Post-storm internet outages frustrate Eastern Ontario residents

Some eastern Ontario residents who lost internet access following last weekend’s storm are frustrated, saying it has underscored the shortcomings of the digital age.

“Everything was downloaded from the internet,” said Amber McCoy, who lives in Richmond, in rural south Ottawa. “‘Go to the Internet. Go to the Internet. Go to the Internet.’ And when it’s not there, where do you go again?”

Once the storm passed, McCoy – who no longer has running water at home – began researching critical information, such as the magnitude of the storm and the duration of power outages.

She was disappointed by the lack of useful information immediately broadcast on the radio.

McCoy keeps goats on her hobby farm, but felt left out when, in her search for fresh water, she had trouble connecting to the 3-1-1 phone line. Gasoline being a precious commodity, she didn’t want to waste it by driving unnecessarily.

“You still need basic and backup communication methods to deal with this kind of scenario,” she said.

Difficult to work from home

Ottawa Mayor Jim Watson told residents about free Wi-Fi at public libraries, community centers and City Hall.

“I’ve heard from a number of people who are obviously worried and upset that their internet service is going down,” the mayor said at a press conference on Wednesday.

“But they really should contact their supplier. As I mentioned, we have options available for people to come. I know it’s not perfect.”

According to Bell’s website Wednesday night, most service trouble calls came from postal codes beginning with K1A, K4C, K1H and K0A, which represent parts of downtown Ottawa, Cumberland, Alta Vista and many cities surrounding the National Capital Region.

Similarly, the Rogers website says most reports come from ZIP codes starting with K1A, K0A and K4C, with internet access being the most common issue.

Orléans resident Nancy Lebrun has been repeatedly let down by her service provider for failing to meet service recovery deadlines.

“I partially work from home and need the internet and my husband works from home every day and he’s without the internet,” she said. “So it’s been quite disruptive.”

Although Nancy Lebrun’s electricity was restored after the storm knocked her out, she still does not have internet access. She said the lack of communication was frustrating. Pictured above, a neighbor stands by a tree that has come down in his neighborhood of Orleans. (Nancy Lebrun)
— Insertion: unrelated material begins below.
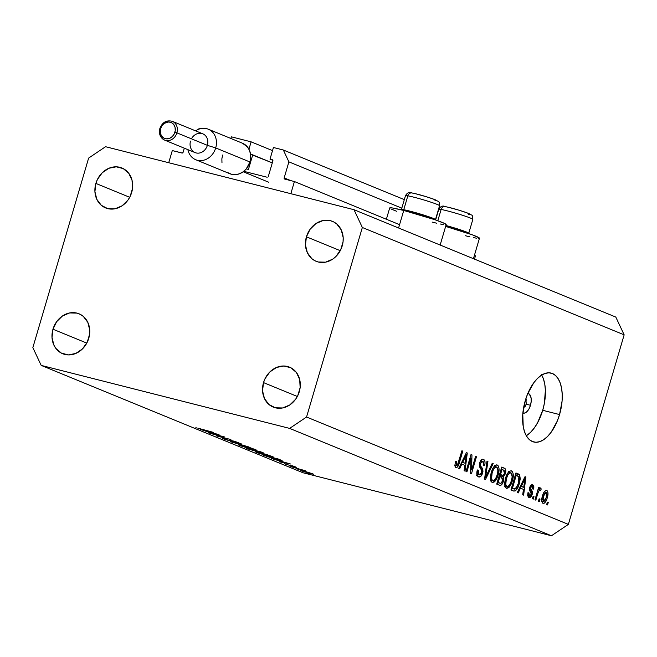 <?xml version="1.0" encoding="UTF-8"?>
<svg xmlns="http://www.w3.org/2000/svg" width="657" height="657" viewBox="0 0 657 657"><rect width="100%" height="100%" fill="white"/><g stroke="black" fill="none" stroke-linecap="round" stroke-linejoin="round"><path stroke-width="0.99" d="M474.494 259.121L475.479 255.787L474.42 255.359L475.479 255.787L474.494 259.121M399.563 224.661L294.41 181.537L290.837 193.692L168.718 162.731L172.298 150.576L182.326 153.04L183.106 152.276L184.313 148.178L183.106 152.276A1.018 0.871 112.3 0 1 181.981 153.032L172.298 150.576L168.718 162.731L290.837 193.692L294.41 181.537L399.563 224.661M284.727 179.082L294.41 181.537L284.727 179.082A1.018 0.871 112.3 0 1 284.169 177.899L290.846 180.634L284.169 177.899L284.727 179.082M401.805 208.162L288.891 161.86L284.169 177.899L288.891 161.86L401.805 208.162M404.318 199.621L283.331 150.01L288.891 161.86L283.331 150.01L404.318 199.621M273.435 147.496L283.331 150.01L273.435 147.496L270.002 159.158L272.885 160.341L270.002 159.158L273.435 147.496M272.507 159.832L272.318 159.75A1.018 0.871 112.3 0 1 272.869 160.932L272.507 159.832M268.294 176.487L272.869 160.932L268.294 176.487M243.772 171.313L267.169 177.242L243.772 171.313M272.515 150.617L251.114 141.838L248.946 149.221L251.114 141.838L231.321 136.82L251.114 141.838L272.515 150.617M230.845 138.455L231.321 136.82L230.845 138.455M199.112 128.657L199.851 128.838L199.112 128.657L197.404 129.799L199.112 128.657M526.347 400.17L525.871 398.684L526.265 404.211L530.478 405.279A10.151 5.248 -75.8 0 1 523.087 413.113A10.151 5.248 -75.8 0 1 522.865 413.039M440.157 245.036L446.177 224.587A29.442 1.84 -163.6 0 0 432.249 218.814A29.442 1.84 -163.6 0 0 403.743 210.454L398.585 227.987L403.743 210.454L392.566 207.998L390.636 207.776L389.749 207.891L389.946 208.326M526.314 435.755A35.527 18.38 104.2 0 0 542.715 410.297L559.559 414.567A35.527 18.38 -75.8 0 1 533.698 441.98A35.527 18.38 -75.8 0 1 525.304 400.515L527.579 394.019L533.747 382.801L537.393 378.522L541.237 375.352L545.121 373.422L548.907 372.806L552.438 373.521L555.592 375.549L558.236 378.802L560.273 383.154L561.62 388.451L562.236 394.479L562.088 401.008L559.559 414.567L557.276 421.063L551.108 432.281L547.462 436.56L543.618 439.73L539.734 441.66L535.948 442.276L532.416 441.561L529.271 439.533L526.627 436.281L524.59 431.92L523.235 426.631L522.775 414.066L525.304 400.515A35.527 18.38 -75.8 0 1 551.157 373.102A35.527 18.38 -75.8 0 1 559.559 414.567L542.715 410.297A35.527 18.38 104.2 0 0 541.705 375.057M527.44 393.346L529.345 394.126L531.07 397.813L531.201 401.402L530.478 405.279L526.265 404.211L523.522 408.169M523.949 405.895L525.198 406.404L523.949 405.895M299.305 391.679A21.574 18.412 112.3 0 1 273.23 407.102A21.574 18.412 112.3 0 1 263.514 382.604L297.342 396.475L263.514 382.604L262.554 390.858L264.459 398.536L268.951 404.49L275.332 407.8L282.641 407.964L289.77 404.958L295.617 399.242L297.777 395.621L300.15 387.564L299.666 379.442L296.406 372.494L290.862 367.772L283.881 365.998L276.523 367.452L269.912 371.895L265.042 378.662L263.514 382.604A21.574 18.412 112.3 0 1 289.597 367.181A21.574 18.412 112.3 0 1 299.305 391.679M480.546 466.002L482.723 468.843L482.944 471.726L481.343 475.75L479.027 477.023L477.467 476.054L476.875 474.444L477.319 469.96L478.271 470.108L478.009 473.229L479.15 474.921L480.924 474.37L481.909 471.981L481.68 470.1L479.347 466.495L480.119 461.625L481.885 459.457L483.47 459.366L484.965 461.501L485.014 463.44L484.603 465.526L483.651 465.378L483.667 462.043L482.608 461.271L481.589 461.534L480.366 463.883L480.546 466.002M88.761 338.298A21.574 18.412 112.3 0 1 62.686 353.721A21.574 18.412 112.3 0 1 52.971 329.223L86.798 343.094L52.971 329.223L52.01 337.468L53.915 345.155L55.87 348.407L61.413 353.129L68.394 354.903L75.76 353.45L82.371 349.007L87.233 342.24L89.607 334.183L89.73 330.044L87.824 322.365L83.332 316.411L80.318 314.383L76.943 313.102L69.634 312.937L62.514 315.943L56.658 321.659L52.971 329.223A21.574 18.412 112.3 0 1 79.054 313.8A21.574 18.412 112.3 0 1 88.761 338.298M131.671 192.501A21.574 18.412 112.3 0 1 105.596 207.924A21.574 18.412 112.3 0 1 95.881 183.426L129.708 197.297L95.881 183.426L94.92 191.68L96.825 199.358L101.309 205.312L107.699 208.622L115.008 208.786L122.136 205.781L127.984 200.065L130.143 196.443L132.517 188.387L132.032 180.264L128.772 173.308L123.229 168.594L116.248 166.821L108.89 168.274L102.278 172.717L97.408 179.484L95.881 183.426A21.574 18.412 112.3 0 1 121.964 168.003A21.574 18.412 112.3 0 1 131.671 192.501M342.215 245.89A21.574 18.412 112.3 0 1 316.14 261.305A21.574 18.412 112.3 0 1 306.425 236.807L340.252 250.678L306.425 236.807L305.464 245.061L307.369 252.748L311.853 258.694L314.867 260.722L318.243 262.003L325.552 262.168L332.68 259.162L335.826 256.6L340.687 249.832L343.061 241.768L343.184 237.637L341.27 229.95L336.786 224.004L333.772 221.976L330.397 220.695L323.088 220.53L315.968 223.536L310.112 229.252L306.425 236.807A21.574 18.412 112.3 0 1 332.508 221.393A21.574 18.412 112.3 0 1 342.215 245.89M303 472.761L551.445 535.759L289.63 428.397L41.194 365.399L303 472.761L41.194 365.399L32.85 347.619L88.629 158.091L105.555 146.708L354 209.706L615.806 317.068L624.15 334.848L362.336 227.486L306.556 417.023L568.371 524.385L624.15 334.848L568.371 524.385L551.445 535.759L303 472.761M221.91 436.379L209.567 433.127L224.308 436.864L218.526 436.314L230.894 439.566L216.153 435.829L221.91 436.379L216.153 435.829L230.894 439.566L218.526 436.314L224.308 436.864L210.339 433.448L221.91 436.379M229.424 440.707L223.24 438.794L222.345 438.285L223.61 438.441L227.265 440.009L232.989 440.904L239.14 443.007L233.317 441.118L229.424 440.707L238.54 442.646L232.989 440.904L228.677 440.395L223.61 438.441L222.994 438.695L229.424 440.707M230.648 441.775L241.653 443.984L233.72 442.547L249.011 446.998L230.648 441.775L249.011 446.998L233.72 442.547L241.653 443.984L230.648 441.775M239.616 445.512L238.647 444.764L240.708 445.109L250.416 447.795L256.066 449.881L253.955 449.823L239.616 445.512L251.853 449.314C256.386 450.431 257.445 450.456 255.039 449.413L242.786 445.61C238.327 444.518 237.276 444.485 239.616 445.512L239.789 444.92L239.616 445.512L238.343 444.822M256.747 452.533L255.77 451.786L257.84 452.131L266.701 454.554L272.934 456.771L273.468 457.165L271.661 456.968L256.747 452.533L268.984 456.344C273.517 457.453 274.577 457.486 272.17 456.434L259.909 452.632C255.458 451.54 254.399 451.507 256.747 452.533L256.92 451.942L256.747 452.533L255.474 451.844M271.489 458.52L290.402 463.973L279.619 461.855L282.239 462.191L278.354 460.598L271.489 458.52L278.354 460.598L282.239 462.191L279.619 461.855L290.287 463.924L271.489 458.52M307.262 473.221L309.866 473.96L307.772 473.237M303.961 471.003L313.685 474.272L303.288 471.537L300.791 470.511L303.961 471.003C300.734 470.207 299.962 470.182 301.662 470.929L313.414 474.28L303.961 471.003M296.167 468.671L298.771 469.41L296.685 468.696M292.464 467.119L305.25 470.708L292.464 467.119M289.252 465.838L291.856 466.577L289.77 465.854M291.922 465.624L296.397 467.258L284.448 463.809L296.397 467.258L291.922 465.624M277.574 459.892L263.367 455.194L278.1 458.931L282.149 460.746L278.125 460.031L282.017 460.614L278.1 458.931L263.367 455.194L277.574 459.892M248.551 449.117L246.235 448.164L260.977 451.901L263.744 453.092L262.504 452.969L248.551 449.117L261.716 452.78C264.098 453.346 264.401 453.281 262.644 452.591L248.551 449.117M200.122 429.259L219.036 434.704L208.253 432.593L210.872 432.922L200.122 429.259L210.872 432.922L208.253 432.593L219.036 434.704L200.122 429.259M197.765 428.118L213.328 432.363L197.765 428.118M470.888 458.34L466.905 471.882L466.018 471.512L471.02 454.504L471.964 454.899L471.595 469.936L475.578 456.377L476.473 456.738L471.463 473.754L470.511 473.36L470.888 458.34L470.511 473.36L471.463 473.754L476.473 456.738L475.578 456.377L471.595 469.936L471.964 454.899L471.02 454.504L466.018 471.512L466.905 471.882L470.888 458.34L469.96 458.101L470.888 458.34M493.185 463.596L485.482 479.503L484.562 479.125L487.009 461.066L487.929 461.436L485.564 477.302L492.265 463.218L493.185 463.596L492.265 463.218L485.564 477.302L487.929 461.436L487.009 461.066L484.562 479.125L485.482 479.503L493.185 463.596L492.2 463.349L493.185 463.596M492.142 482.476L495.427 480.916L493.752 480.489L495.427 480.916L498.096 475.159L497.168 474.929L498.096 475.159C499.616 470.24 499.345 466.864 497.283 465.033L496.758 464.893L497.283 465.033C494.647 464.967 492.635 467.48 491.255 472.588L490.401 478.772L492.142 482.476L490.91 481.203L490.401 477.278L491.034 473.36L492.996 468.113L494.631 465.87L496.446 464.893L498.293 465.92L499.008 468.342L498.679 472.818L496.963 478.28L494.614 481.803L492.446 482.575M506.375 488.315L509.66 486.747L507.992 486.328L509.66 486.747L512.337 480.998L511.401 480.76L512.337 480.998C513.856 476.079 513.585 472.703 511.516 470.864L510.99 470.732L511.516 470.864C508.888 470.806 506.876 473.319 505.488 478.419L504.642 484.611L506.375 488.315L505.143 487.042L504.633 483.117L505.488 478.419L507.237 473.952L509.167 471.439L511.113 470.749L512.534 471.759L513.248 474.182L512.92 478.657L511.203 484.119L508.847 487.642L506.678 488.414M520.459 488.151L518.217 492.922L517.289 492.545L525.025 476.654L525.896 477.007L523.629 495.14L522.701 494.762L523.448 489.375L520.459 488.151L523.448 489.375L522.701 494.762L523.629 495.14L525.896 477.007L525.025 476.654L517.289 492.545L518.217 492.922L520.459 488.151L519.539 487.913L520.459 488.151M548.25 502.515L547.536 504.946L546.649 504.584L547.363 502.153L548.25 502.515L547.363 502.153L546.649 504.584L547.536 504.946L548.25 502.515L547.322 502.285L548.25 502.515M546.739 490.508L546.739 490.508C544.858 490.459 543.438 492.265 542.46 495.936C541.311 499.509 541.475 501.973 542.969 503.319C544.875 503.352 546.312 501.505 547.281 497.768L546.353 497.53L547.281 497.768L546.928 498.893L545.507 501.964L544.234 503.213L542.698 503.172L541.803 501.463L541.91 498.203L543.224 493.744L544.85 491.099L546.139 490.409L547.256 490.861L547.971 492.807L547.281 497.768C548.406 494.236 548.225 491.822 546.739 490.508L546.525 490.442M540.021 499.139L539.307 501.57L538.42 501.209L539.134 498.778L540.021 499.139L539.134 498.778L538.42 501.209L539.307 501.57L540.021 499.139L539.093 498.909L540.021 499.139M540.621 487.995L538.921 489.761L537.993 489.531L538.921 489.761L539.504 487.79L538.609 487.42L534.97 499.796L535.857 500.158L537.746 493.744L536.818 493.514L537.746 493.744L535.857 500.158L534.97 499.796L538.609 487.42L539.504 487.79L538.921 489.761L540.399 487.97L541.261 489.005L540.407 490.631L539.75 490.138L538.97 490.705L537.746 493.744L538.65 491.28L539.873 490.163L540.407 490.631L541.261 489.005L540.563 487.979M534.018 496.676L533.303 499.106L532.416 498.745L533.131 496.314L534.018 496.676L533.131 496.314L532.416 498.745L533.303 499.106L534.018 496.676L533.09 496.446L534.018 496.676M532.186 494.425L531.176 496.618L529.788 497.653L528.343 497.177L527.678 495.296L527.957 492.709L528.91 492.849L528.77 494.795L529.493 495.813L530.421 495.682L531.143 494.573L531.308 493.07L529.764 490.836L529.361 489.038L530.199 486.049L531.85 484.62L533.328 485.236L533.895 486.845L533.632 489.095L532.679 488.948L532.786 487.33L532.154 486.509L531.332 486.492L530.552 487.716L530.569 488.709L532.433 491.51L532.186 494.425L530.593 487.56L532.154 486.509L532.679 488.948L533.632 489.095L532.646 484.726L529.632 487.445L531.209 494.368L529.493 495.813L528.91 492.849L527.957 492.709L528.91 497.554L532.186 494.425L531.258 494.195L532.186 494.425M513.47 490.976C516 491.231 517.93 488.816 519.26 483.716L518.332 483.478L519.26 483.716L518.225 486.706L515.523 490.812L513.864 491.108L510.949 489.941L515.95 472.933L519.638 474.797L520.254 478.838L519.26 483.716L519.638 474.797L515.95 472.933L510.949 489.941L513.856 491.108M499.345 485.186C501.012 485.835 502.367 484.529 503.41 481.252L502.482 481.014L503.41 481.252L503.073 482.263L501.028 485.203L499.607 485.277L496.708 484.102L501.718 467.094L504.814 468.416L505.742 469.919L505.299 473.943L503.459 476.596L503.87 478.682L503.41 481.252L503.459 476.596L505.463 473.426C506.169 470.535 505.808 468.794 504.371 468.186L501.718 467.094L496.708 484.102L499.69 485.301M461.846 464.113L459.604 468.884L458.676 468.507L466.413 452.616L467.283 452.977L465.016 471.102L464.088 470.724L464.836 465.337L461.846 464.113L464.836 465.337L464.088 470.724L465.016 471.102L467.283 452.977L466.413 452.616L458.676 468.507L459.604 468.884L461.846 464.113L460.927 463.883L461.846 464.113M455.786 467.57C457.42 467.595 458.619 465.961 459.391 462.676L458.463 462.446L459.391 462.676L462.791 451.129L461.904 450.768L457.674 464.68L456.41 465.599L454.792 465.189L456.41 465.599L456.451 461.657L455.498 461.51L454.8 465.821L455.786 467.57L454.8 465.821L455.498 461.51L456.451 461.657L456.057 465.23L456.722 465.632L457.395 465.148L461.904 450.768L462.791 451.129L458.463 465.337L457.428 467.061L455.991 467.636M551.445 535.759L568.371 524.385L306.556 417.023L289.63 428.397L551.445 535.759M624.15 334.848L615.806 317.068L354 209.706L362.336 227.486L624.15 334.848M354 209.706L362.336 227.486L306.556 417.023L289.63 428.397L41.194 365.399L32.85 347.619L88.629 158.091L105.555 146.708L354 209.706M526.774 435.46L530.618 432.29L534.264 428.011L537.574 422.779L542.715 410.297L544.341 403.521L545.392 390.209L544.776 384.181L543.429 378.884L541.393 374.531M527.85 393.379A10.151 5.248 -75.8 0 1 528.08 393.428A10.151 5.248 -75.8 0 1 530.478 405.279L529.008 408.843L527.021 411.561L524.812 413.015L522.726 412.99M546 492.216L544.267 491.781L546.197 492.265L544.513 493.423L543.355 496.29L546.197 492.265L546.361 497.521L543.511 501.562L541.754 501.119L543.511 501.562L543.355 496.29L542.427 496.06L543.355 496.29L542.756 499.427L543.511 501.562M539.635 488.594L541.261 489.005L539.635 488.594M537.557 491.009L538.65 491.28L537.557 491.009M527.678 495.353L529.493 495.813L527.678 495.353M527.678 495.362L529.493 495.813M532.178 484.611L532.646 484.726L532.178 484.611M532.696 488.857L533.632 489.095L532.696 488.857M530.224 486.008L532.154 486.509M529.665 487.33L530.593 487.56L529.665 487.33M529.419 488.414L530.569 488.709L529.419 488.414M529.361 489.317L531.365 489.826L529.361 489.317M524.968 476.777L525.896 477.007L524.968 476.777M520.377 486.41L520.163 488.077L520.377 486.41M521.329 486.279L523.596 481.663L522.701 481.433L523.596 481.663L524.943 478.6L524.171 478.411L524.943 478.6L523.736 487.264L520.287 486.394L523.736 487.264L520.451 486.057L523.736 487.264L524.943 478.6L521.329 486.279M515.852 473.286L518.365 473.919L515.852 473.286M515.696 473.796L519.638 474.797L515.696 473.796M512.427 488.586L510.949 489.941L512.641 488.282M511.425 488.332L514.645 489.128L515.778 488.751L518.381 483.33L519.104 477.352L518.357 476.21L516.254 475.282L512.419 488.315L516.254 475.282L515.334 475.052L518.874 476.736L518.381 483.33L516.813 487.346L513.946 488.948L511.491 488.085L513.946 488.948M508.789 471.775L508.929 472.334M505.266 485.909L504.888 486.328M504.642 486.574L505.455 485.679M508.978 472.605L508.575 471.176M506.366 478.813C507.385 474.839 508.912 472.851 510.941 472.859L512.222 476.588L511.458 480.579C510.44 484.423 508.937 486.336 506.958 486.328L504.765 485.769L506.958 486.328C505.43 484.956 505.233 482.452 506.366 478.813L505.447 478.583L506.366 478.813L505.767 484.431L506.424 485.95L507.59 486.426L508.945 485.663L510.661 482.887L512.041 478.082L512.123 474.707L511.105 472.941L509.249 473.221L507.779 475.126L506.366 478.813M508.395 472.211L510.941 472.859M504.773 485.786L506.958 486.328M501.603 467.48L504.371 468.186L501.603 467.48M501.365 468.285L501.595 469.336M504.535 473.188L505.463 473.426L504.535 473.188M500.125 474.715L499.246 475.528L503.459 476.596L499.246 475.528L499.575 476.424M498.096 482.764L497.415 483.667M497.949 482.994L498.449 482.139M499.583 476.44L499.246 475.528L500.412 474.297M501.619 469.665L501.324 468.178M503.024 475.372L504.371 473.713L504.617 470.938L502.022 469.451L500.527 474.526L502.022 469.451L501.094 469.213L503.476 470.042L504.494 473.336L503.024 475.372L499.599 474.297L502.096 475.175M500.88 483.347L502.227 481.745L502.704 478.312L499.944 476.514L498.187 482.484L499.944 476.514L499.016 476.284L501.578 477.187L502.515 480.899L500.88 483.347L497.259 482.246L499.952 483.207M494.557 465.944L494.688 466.495M491.025 480.07L490.656 480.489M490.401 480.735L491.214 479.848M494.737 466.766L494.335 465.337M492.134 472.974C493.152 468.999 494.672 467.012 496.708 467.02L497.981 470.749L497.226 474.74C496.199 478.583 494.696 480.505 492.717 480.489L490.533 479.93L492.717 480.489C491.198 479.117 491.001 476.612 492.134 472.974L491.206 472.744L492.134 472.974L491.535 478.592L492.192 480.111L493.35 480.587L494.713 479.824L496.421 477.048L497.719 472.744L497.883 468.868L496.873 467.102L495.008 467.382L493.547 469.287L492.134 472.974M494.171 466.363L496.708 467.02M496.306 466.922L494.163 466.371L496.306 466.922M490.533 479.947L492.717 480.489M486.993 461.206L487.929 461.436L486.993 461.206M485.219 474.28L486.008 474.477L485.219 474.28M484.833 477.122L485.564 477.302L484.833 477.122M478.493 476.875C480.16 477.458 481.54 476.177 482.649 473.032L481.712 472.794L482.649 473.032L482.517 468.425L479.881 467.759L482.517 468.425L481.294 466.938L479.339 466.445L481.294 466.938L480.259 465.255L479.249 464.992L480.259 465.255L480.489 463.415L479.569 463.177L480.489 463.415L482.911 461.362L483.651 465.378L484.603 465.526C485.433 462.241 485.055 460.187 483.47 459.366L482.928 459.227L483.47 459.366C481.909 458.849 480.62 460.064 479.61 463.004L481.737 472.72L479.15 474.921L476.859 474.338L479.15 474.921L478.271 470.108L477.319 469.96C476.366 473.615 476.752 475.914 478.493 476.875L478.838 476.99M476.859 474.362L479.15 474.921M480.596 460.754L482.911 461.362M477.286 474.469L476.966 474.896M476.571 475.315L477.647 473.886M480.834 461.222L480.752 460.434M470.979 454.644L471.964 454.899L470.979 454.644M470.601 469.681L471.595 469.936L470.601 469.681M475.545 456.508L476.473 456.738L475.545 456.508M466.355 452.739L467.283 452.977L466.355 452.739M461.764 462.38L461.551 464.039L461.764 462.38M462.717 462.241L464.984 457.625L464.088 457.395L464.984 457.625L466.33 454.57L465.558 454.373L466.33 454.57L465.123 463.226L461.674 462.356L465.123 463.226L461.838 462.019L465.123 463.226L466.33 454.57L462.717 462.241M454.792 465.189L456.41 465.599M541.754 501.127L543.93 501.595L545.548 499.739L546.887 495.164L546.197 492.265M465.402 235.74L469.895 236.832M473.672 237.662L476.58 238.195M478.518 238.417L479.405 238.302L479.208 237.867L472.399 234.861L445.643 226.402A29.442 1.84 -163.6 0 1 479.454 238.228L473.434 258.686M432.125 222.091L436.618 223.191M440.395 224.021L443.303 224.554M445.241 224.768L446.128 224.653L444.658 223.479L435.074 219.767L403.743 210.454A29.442 1.84 -163.6 0 0 389.7 207.957L386.373 219.249M391.219 209.066L396.754 211.332M309.201 473.828L309.718 473.845M313.414 474.28L312.814 473.754M302.984 471.258L309.669 473.344L302.984 471.258C301.694 470.699 302.269 470.716 304.725 471.315L311.484 473.418C312.732 473.968 312.124 473.943 309.669 473.344L312.223 473.525M301.785 470.502L301.662 470.929L301.785 470.502M300.725 470.42L301.662 470.929M311.484 473.418L302.36 470.617M298.114 469.279L298.623 469.295M291.191 466.437L291.708 466.462M291.38 465.961L291.979 465.797M290.55 465.328L290 465.501M287.462 463.218L283.348 462.405L280.309 461.058L287.495 463.119L280.284 461.157L283.348 462.405L287.462 463.218M280.178 460.081L265.65 455.892L278.018 458.906L280.367 460.245L276.811 459.58L265.683 455.777L274.996 459.103L279.751 460.237L280.465 459.9M273.476 457.141L272.17 456.434M270.692 456.065L260.714 452.837L257.38 452.279L258.226 452.903C256.279 452.065 257.101 452.073 260.681 452.944L270.692 456.065C272.647 456.919 271.826 456.902 268.22 456.024L258.226 452.903L257.265 452.016M263.794 453.158L262.644 452.591M260.229 451.835L262.094 452.673L260.919 452.459L255.507 450.636L260.262 451.729L255.507 450.636L260.919 452.459L262.069 452.632L260.229 451.835M255.934 451.08L248.551 448.756L254.029 450.144L248.518 448.862L253.955 450.784L256.23 450.932M256.353 450.119L255.039 449.413M253.569 449.043L243.591 445.816L240.248 445.257L241.094 445.881C239.156 445.035 239.969 445.052 243.558 445.922L253.569 449.043C255.524 449.897 254.694 449.881 251.089 449.002L241.094 445.881L240.133 444.986M223.61 438.441L222.994 438.695M224.505 439.081L225.08 438.933M216.096 433.949L211.981 433.144L208.942 431.797L216.128 433.858L208.918 431.887L211.981 433.144L216.096 433.949M195.852 427.296L196.213 427.715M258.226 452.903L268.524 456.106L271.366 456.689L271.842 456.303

Bells Corners resident David Gilbert said the lack of internet access is affecting his livelihood, which involves connecting with customers virtually.

Although he heard updates about when power might be restored, he only heard a “deafening silence” about when he might have internet again.

“Is it one more day? Is it one more week? And for those who depend on the internet for all kinds of reasons, it’s a challenge.”

“Certainly some flaws”

McCoy said his internet problems were only compounded by the number of people using data on their devices, which clogged cell towers and made it difficult to access and download web pages.

With her power and the internet back, she said even a simpler web page — one without graphics — could have made critical information easier to access.

“As great and amazing as it is, during something like this, there are definitely shortcomings,” she said. “And we can’t lose sight of the importance of other channels of communication.”

A violent storm leaves traces of damage in the Ottawa area

Saturday’s storm toppled trees, damaged homes and destroyed power lines, leaving more than 100,000 customers in the dark. The strongest gust of wind at Ottawa International Airport measured 120 km/h.